The New York Times points to “a chaotic brew of conflicting statements, crossed signals and mixed messages.

“The president who promised to bring troops home from the Middle East is now dispatching more instead. The Pentagon sent a letter saying it was withdrawing from Iraq, only to disavow it as a mistake. The State Department talked about “de-escalation” while Mr. Trump beat the war drums describing all the ways he would devastate Iran if it harmed more Americans. And even then, the president was forced to back off his threat to target Iranian cultural sites after his own defense secretary publicly said doing that was a war crime.”

And there was the DOD letter informing the Iraqis that U.S. troops are being withdrawn, only to have the Pentagon say this was a mistakenly released draft.

Trump, says the Times, “careens like a bumper car from one crisis to another, many of them self-created, rarely pausing to set a straight-ahead course but never lacking for energy and always willing to ram into other vehicles. No matter how much aides try to impose an orderly process, he still prefers seat-of-the-pants governance, leaving advisers scrambling to adjust.”

On Tuesday night, the Washington Post said, “a federal government now accustomed to shifting course based on the president’s whims was awaiting the commander in chief’s decision about how or whether to retaliate against Iran’s missile attacks… Mixed messages emanated from official White House channels — when aides shared any information at all.”

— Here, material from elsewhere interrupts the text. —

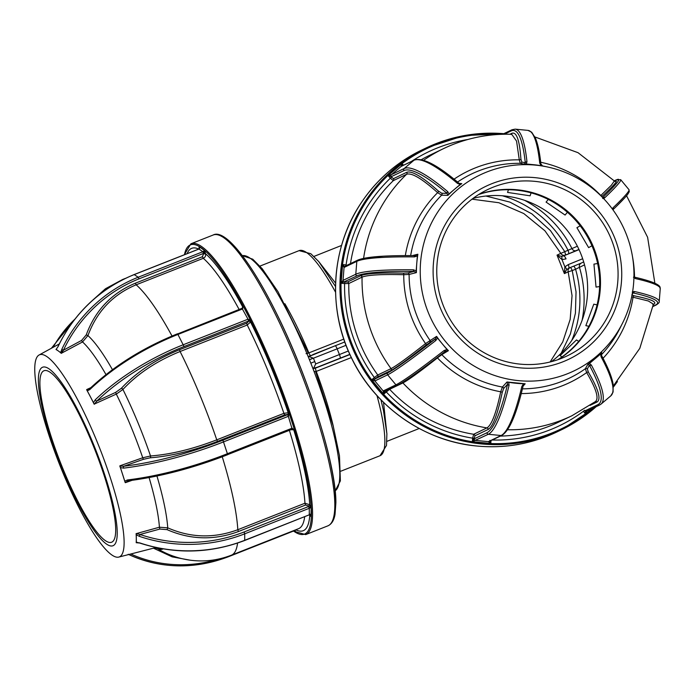 <?xml version="1.0" encoding="UTF-8"?>
<svg xmlns="http://www.w3.org/2000/svg" width="695" height="695" viewBox="0 0 695 695"><rect width="100%" height="100%" fill="white"/><g stroke="black" fill="none" stroke-linecap="round" stroke-linejoin="round"><path stroke-width="1.04" d="M525.959 163.977L527.21 164.263M599.994 354.294L599.646 354.858M315.617 371.66L313.984 371.295A126.507 25.22 -111.5 0 0 310.622 362.668A126.507 25.22 -111.5 0 0 307.138 354.094L308.094 352.747M577.389 246.239L560.83 253.371A219.976 3.075 -21.7 0 1 557.034 255.126L562.012 259.609L566.025 258.879A3.614 1.199 -112 0 0 563.558 255.925L561.404 256.359A3.614 0.912 -86.9 0 1 562.012 259.609L564.887 266.845L564.383 273.595L566.651 269.547L570.039 267.618A3.614 3.527 64.7 0 0 568.18 271.841L572.046 295.636L570.178 319.387L562.741 341.94L550.119 361.991M485.892 196.033L509.948 202.123L531.91 213.895L550.44 230.584L564.618 251.434A3.614 0.721 68.5 0 1 565.304 255.108A3.614 3.527 -115.3 0 1 560.83 253.371L544.949 230.818L523.778 213.547L498.854 202.732L472.018 199.17M582.115 320.247A110.236 108.012 64.4 0 0 579.439 267.323L575.573 269.26A3.614 0.721 68.5 0 0 573.592 266.211L570.265 267.523L573.592 266.211A3.614 0.721 68.5 0 1 573.592 266.211L581.507 262.979M570.247 267.532A3.614 3.527 64.7 0 0 570.039 267.618A3.614 3.614 0 0 1 570.256 267.523A3.614 0.721 68.5 0 1 570.256 267.523A3.614 0.721 68.5 0 1 572.237 270.572L568.18 271.841A219.976 3.075 158.3 0 1 564.383 273.595L557.034 255.126L561.404 256.359M561.239 353.138L570.395 333.991L575.417 313.21L576.042 291.865L572.237 270.572L575.573 269.26A106.622 104.476 -115.6 0 1 571.794 340.394M318.892 261.763L335.624 283.169M383.536 402.362L386.898 434.036M306.052 353.677L308.858 352.895A3.614 0.721 -111.5 0 0 310.717 355.64A3.614 0.721 -111.5 0 0 310.726 355.64L311.534 355.249M312.654 354.676L335.164 345.797L308.936 356.535L313.428 358.203L315.704 363.911L313.593 368.246L317.632 367.125L315.669 368.063A3.614 0.721 -111.5 0 0 316.234 371.425A110.236 21.979 68.5 0 1 333.4 426.704M502.424 195.782A106.622 104.476 -115.6 0 1 567.954 250.113A3.614 0.721 68.5 0 1 568.64 253.788L578.935 249.409M582.671 258.748A65.061 0.912 -21.7 0 1 568.302 264.587L564.887 266.845A3.614 0.877 -136.9 0 1 566.651 269.547M568.302 264.587A3.614 1.199 -112 0 1 568.606 268.296M535.732 165.149A108.655 106.457 -115.6 0 1 547.365 166.948A108.655 106.457 -115.6 0 1 622.407 323.392A108.655 106.457 -115.6 0 1 518.47 380.625A108.655 106.457 -115.6 0 1 420.571 262.432A108.655 106.457 -115.6 0 1 535.732 165.149M525.012 383.77A110.21 107.986 -115.6 0 1 516.064 383.266A110.21 107.986 -115.6 0 1 507.176 382.015L525.168 383.796L523.1 386.064M595.059 401.797C599.342 399.173 596.545 389.426 586.658 372.563L585.364 368.724L587.814 364.354L589.43 363.485L591.315 364.997A1.442 1.042 151.6 0 1 589.403 365.222L587.814 364.354M601.323 355.154A1.442 1.042 151.6 0 1 601.062 356.752L600.628 354.024L601.609 352.704A110.21 107.986 -115.6 0 1 595.033 358.759A110.21 107.986 -115.6 0 1 587.97 364.223M601.609 352.704L601.297 353.355M542.552 165.966L533.569 164.698A110.21 107.986 -115.6 0 1 542.465 165.949M519.808 367.82A95.893 93.955 64.4 0 0 621.434 281.962A95.893 93.955 64.4 0 0 535.037 177.651A95.893 93.955 64.4 0 0 433.411 263.509A95.893 93.955 64.4 0 0 519.808 367.82M534.742 181.343A92.166 90.307 64.4 0 0 487.56 189.631A92.166 90.307 64.4 0 0 438.345 288.39A92.166 90.307 64.4 0 0 520.103 364.128A92.166 90.307 64.4 0 0 567.285 355.831A92.166 90.307 64.4 0 0 616.5 257.081A92.166 90.307 64.4 0 0 534.742 181.343M558.259 359.567A92.166 90.307 64.4 0 0 597.874 260.642A92.166 90.307 64.4 0 0 517.158 189.778A92.166 90.307 64.4 0 0 479.003 194.339M613.468 386.941A156.323 153.169 64.4 0 0 617.447 381.538M383.805 394.082L383.466 393.466L384.856 391.858M374.197 379.157A149.234 146.228 64.4 0 0 374.579 379.661M343.495 264.673A149.964 146.94 64.4 0 0 343.269 266.133M341.697 282.274A149.964 146.94 64.4 0 0 341.671 283.004M472.539 439.31A149.964 146.94 64.4 0 0 473.764 439.457A149.972 146.94 -115.6 0 1 472.539 439.318M361.756 275.255L361.6 277.366M603.885 198.344L603.034 197.328M445.573 351.105L445.538 351.14C420.979 370.148 405.011 381.512 397.644 385.221L384.874 391.346A1.442 1.416 -115.6 0 1 383.171 390.955L395.933 384.839A135.508 6.681 -39.6 0 0 444.079 350.541L446.989 349.507L448.397 350.671L445.573 351.105A1.442 0.791 -127.8 0 1 445.538 351.14L445.538 351.14A1.442 0.791 -127.8 0 1 444.079 350.541M405.324 255.604A117.316 114.944 -115.6 0 1 437.642 192.663C422.013 178.65 411.666 172.525 406.601 174.271A1.442 1.416 64.4 0 0 406.705 172.308C411.796 170.492 422.334 176.721 438.319 191.012L441.742 193.227L447.094 193.401A134.065 25.967 -130.2 0 0 404.004 170.562L391.242 176.686A1.442 1.416 -115.6 0 1 391.398 174.654L404.169 168.537A135.508 26.245 49.8 0 1 447.719 191.62L449.005 193.94L447.867 195.382L447.094 193.401A1.442 0.938 -49.9 0 1 447.719 191.62M602.574 197.476L602.843 197.45A1.442 1.19 46.3 0 1 604.702 197.832L602.652 198.457M612.312 208.934L612.99 207.84A1.442 1.19 46.3 0 1 613.051 209.612L613.051 209.612A1.442 1.19 46.3 0 1 612.973 209.682M624.927 197.623L616.274 206.502M634.335 277.14A1.442 1.164 102.6 0 1 635.395 278.582L633.458 277.175M632.511 256.742A117.316 114.944 -115.6 0 1 634.526 277.157L633.953 276.871M632.276 291.996L634.361 291.483A1.442 1.164 102.6 0 1 633.076 292.908L632.45 292.864M587.136 410.971L585.624 414.046L585.129 410.78L597.891 404.655A134.065 25.967 -130.2 0 0 589.403 365.222L587.301 368.967L588.457 372.277C598.491 389.409 601.34 399.338 596.988 402.049A1.442 1.416 64.4 0 0 595.38 401.623M597.891 404.655A1.442 1.416 -115.6 0 0 599.603 405.046L586.841 411.162A1.442 1.416 -115.6 0 1 585.129 410.78L584.712 410.276L583.366 411.318A151.805 148.739 -115.6 0 1 492.216 440.005M489.853 440.352L490.783 443.48L488.324 441.646L501.086 435.522A135.508 23.283 -84.4 0 0 521.815 386.559L523.387 383.988M508.74 382.545L509.061 385.308A135.508 23.283 95.6 0 1 488.324 434.271L472.357 441.673L474.259 438.823L487.03 432.698A134.065 23.031 -84.4 0 0 507.541 384.257L507.176 382.015M385.169 391.155L383.666 394.221L383.171 390.955L374.874 380.947L371.695 379.765L375.039 378.923L387.801 372.798A134.065 6.611 -39.6 0 0 435.435 338.873L436.573 336.397L437.468 338.013L435.791 340.533A1.442 0.791 -127.8 0 1 435.435 338.873L425.974 345.094C407.696 359.445 395.976 367.942 390.816 370.583A1.442 1.416 64.4 0 0 391.042 368.628C396.054 366.074 407.565 357.725 425.557 343.573L436.573 336.397M390.816 370.583L377.55 376.942L375.526 378.506L374.344 377.524L377.767 374.987L391.042 368.628A148.191 145.203 64.4 0 1 362.06 277.14A1.442 1.416 64.4 0 0 360.757 275.663C366.048 273.448 380.2 272.614 403.196 273.152L407.852 272.961A1.442 1.373 -103.9 0 1 409.112 274.429A113.189 110.905 64.4 0 0 429.996 340.359A1.442 1.373 -121.1 0 1 429.805 342.27M407.852 272.961L414.072 271.415A134.065 13.683 -175.4 0 0 357.091 275.819L341.115 283.221L343.026 280.372L355.788 274.247A135.508 13.831 4.6 0 1 413.386 269.799L416.175 270.789L416.375 272.622L414.072 271.415A1.442 0.808 -89.4 0 1 413.386 269.799M414.42 256.889A1.442 0.808 -89.4 0 1 415.236 255.638A1.442 0.808 -89.4 0 1 415.332 255.647L417.851 254.231L417.365 255.969L414.42 256.889A135.508 13.831 -175.4 0 0 356.822 261.346L344.06 267.462L342.609 264.587L346.084 264.925A151.805 148.739 -115.6 0 1 390.312 178.224L393.335 180.639A148.191 145.203 64.4 0 0 350.488 263.596M403.5 165.245L402.136 163.603L388.053 175.496L390.312 178.224L391.659 177.19L391.242 176.686L388.053 175.496L391.398 174.654L401.154 166.418L402.136 163.603L402.7 165.627M454.035 179.171A117.316 114.944 -115.6 0 1 519.287 159.85L516.55 141.085L511.728 134.291C487.899 133.562 465.224 138.305 443.714 148.53A148.191 145.203 64.4 0 0 423.62 160.276M511.311 134.317A1.442 1.416 64.4 0 0 511.868 133.292C516.55 131.607 519.556 140.182 520.911 159.007L521.754 162.022A1.442 1.425 -78.2 0 1 520.312 163.334A113.189 110.905 64.4 0 0 457.545 182.038M520.911 159.007A1.442 0.982 176.3 0 1 519.287 159.85L520.312 163.334L524.421 164.194L525.281 162.76A1.442 1.095 -6.1 0 1 526.966 161.813L526.245 163.985L524.421 164.194M459.004 183.332L461.775 183.636L460.203 184.479L457.466 183.384A1.442 0.938 -49.9 0 1 458.856 183.141L458.856 183.141A1.442 0.938 -49.9 0 1 459.004 183.332M459.499 183.567L461.775 183.636M460.203 184.479L449.005 193.94M447.867 195.382L441.629 195.182A113.189 110.905 64.4 0 0 410.658 255.604M438.319 191.012A1.442 0.808 132.2 0 1 437.642 192.663L441.629 195.182A1.442 1.399 -88.2 0 0 441.742 193.227M365.527 257.993L383.319 256.194M363.589 258.358A148.191 145.203 64.4 0 1 406.601 174.271L393.335 180.639A1.442 1.416 -115.6 0 0 393.431 178.667L391.659 177.19M346.067 265.716L346.084 264.925M415.332 255.647L415.236 255.638C384.578 255.343 365.37 256.855 357.612 260.182L344.85 266.298A1.442 1.416 -115.6 0 0 344.06 267.462L343.026 280.372A1.442 1.416 -115.6 0 0 344.329 281.944L344.963 282.005L344.59 283.56L348.794 283.508A148.191 145.203 64.4 0 0 377.767 374.987A1.442 1.416 -115.6 0 1 377.55 376.942M412.265 255.612L417.851 254.231M417.365 255.969L416.175 270.789M416.375 272.622L409.112 274.429L403.743 274.707C381.242 274.151 367.342 274.968 362.06 277.14L348.794 283.508A1.442 1.416 -115.6 0 0 347.483 282.022L344.963 282.005M435.791 340.533A135.508 6.681 140.4 0 1 387.645 374.822L374.874 380.947A1.442 1.416 -115.6 0 1 375.039 378.923L375.526 378.506M437.468 338.013L446.989 349.507M448.397 350.671L441.82 354.641A113.189 110.905 64.4 0 0 502.389 387.046L506.976 382.015M509.061 385.308A1.442 0.886 -166.7 0 1 507.541 384.257L503.606 388.575L502.19 392.675C497.594 414.359 492.911 426.617 488.151 429.467A1.442 1.416 64.4 0 0 486.934 427.903C491.6 425.158 496.187 413.117 500.704 391.772A117.316 114.944 -115.6 0 1 437.442 357.925L441.82 354.641A1.442 1.373 -121.1 0 0 441.403 354.328M502.19 392.675A1.442 0.747 11.7 0 0 500.704 391.772L502.389 387.046A1.442 1.39 -137.7 0 1 503.606 388.575M437.129 357.612A1.442 0.643 51.8 0 1 437.442 357.925C419.545 371.964 408.035 380.304 402.9 382.945A148.191 145.203 64.4 0 0 486.934 427.903L473.66 434.271A1.442 1.416 -115.6 0 1 474.876 435.834L474.311 438.171L472.635 438.163L473.66 434.271A148.191 145.203 64.4 0 1 389.626 389.304L386.324 391.98L385.664 390.972M474.311 438.171L474.259 438.823A1.442 1.416 -115.6 0 0 475.562 440.395L488.324 441.646A1.442 1.416 -115.6 0 0 489.054 441.516A1.442 1.416 -115.6 0 1 489.054 441.516L501.825 435.391A1.442 1.416 -115.6 0 1 501.086 435.522L488.324 434.271A1.442 1.416 -115.6 0 1 487.03 432.698M525.168 383.796L523.126 385.794A1.442 0.886 -166.7 0 1 523.118 385.986L523.118 385.986A1.442 0.886 -166.7 0 1 521.815 386.559M595.285 401.667L571.898 415.758A148.191 145.203 64.4 0 1 507.541 429.753M601.722 352.608L601.505 355.38C607.908 367.229 611.774 376.76 613.094 383.979L613.094 392.041L610.766 395.889A135.508 26.245 -130.2 0 0 601.062 356.752M589.43 363.485L600.628 354.024M652.848 304.532L653.439 304.158L648.348 300.996L631.677 296.887M653.343 304.514L653.587 304.401C657.739 302.073 651.284 299.224 634.231 295.827L631.842 294.941L633.076 292.908A134.065 13.683 -175.4 0 1 655.463 305.096A1.442 1.416 -115.6 0 0 656.202 304.966C658.582 303.411 659.581 302.29 659.216 301.587L660.25 288.686A135.508 13.831 -175.4 0 0 635.395 278.582M474.025 439.092A149.607 146.584 -115.6 0 1 472.574 438.91M342.088 282.839A149.607 146.584 -115.6 0 1 342.149 281.579M343.582 266.784A149.607 146.584 -115.6 0 1 343.903 264.708M604.242 198.179A149.234 146.228 64.4 0 0 603.477 197.232M491.018 440.578L490.783 443.48L472.357 441.673L472.635 438.163A151.805 148.739 -115.6 0 1 386.324 391.98L383.666 394.221L371.695 379.765A149.972 146.94 -115.6 0 1 371.703 379.765L374.344 377.524A151.805 148.739 -115.6 0 1 344.59 283.56L341.115 283.221L342.609 264.587M496.96 134.535L499.366 134.396M524.621 164.202A110.21 107.986 -115.6 0 1 533.569 164.698L526.245 163.985M540.901 165.419L539.72 163.064A1.442 1.095 -6.1 0 1 540.892 164.003L540.892 164.003C539.676 152.492 537.843 143.848 535.411 138.062L531.675 132.198L527.957 130.391L515.203 129.14A135.508 23.283 95.6 0 1 526.966 161.813M540.701 162.248A117.316 114.944 -115.6 0 1 600.836 195.495L611.348 185.244L614.354 180.961L578.058 152.7L534.915 136.95M614.658 181.473C618.941 179.579 614.919 184.384 602.582 195.894L601.774 196.659M602.582 195.894A1.442 1.086 -132.9 0 1 600.836 195.495L600.715 195.608M540.875 164.289L542.613 165.975L540.892 164.003M448.023 195.26A110.21 107.986 -115.6 0 1 454.608 189.214A110.21 107.986 -115.6 0 1 461.662 183.741M416.418 272.44A110.21 107.986 -115.6 0 1 416.765 263.379A110.21 107.986 -115.6 0 1 417.86 254.396M448.301 350.523A110.21 107.986 -115.6 0 1 442.229 343.756A110.21 107.986 -115.6 0 1 436.712 336.519M603.147 197.284A148.878 145.872 -115.6 0 1 603.972 198.31M473.043 198.396A92.166 90.307 -115.6 0 1 580.299 252.493A92.166 90.307 -115.6 0 1 551.361 361.669M478.62 194.574A92.166 90.307 -115.6 0 1 592.349 246.716A92.166 90.307 -115.6 0 1 557.833 359.715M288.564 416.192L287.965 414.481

Politico said Trump’s actions “are stoking fears the Pentagon is losing its prized credibility…Top military leaders have had to cover for the president, in some cases dodging direct responses to Trump’s comments and in others pretending Trump didn’t say what he said.”

All that will quickly fade if U.S. relations with Iran move from a hot boil to a low simmer. In the meantime, the media have relegated impeachment to the back burner.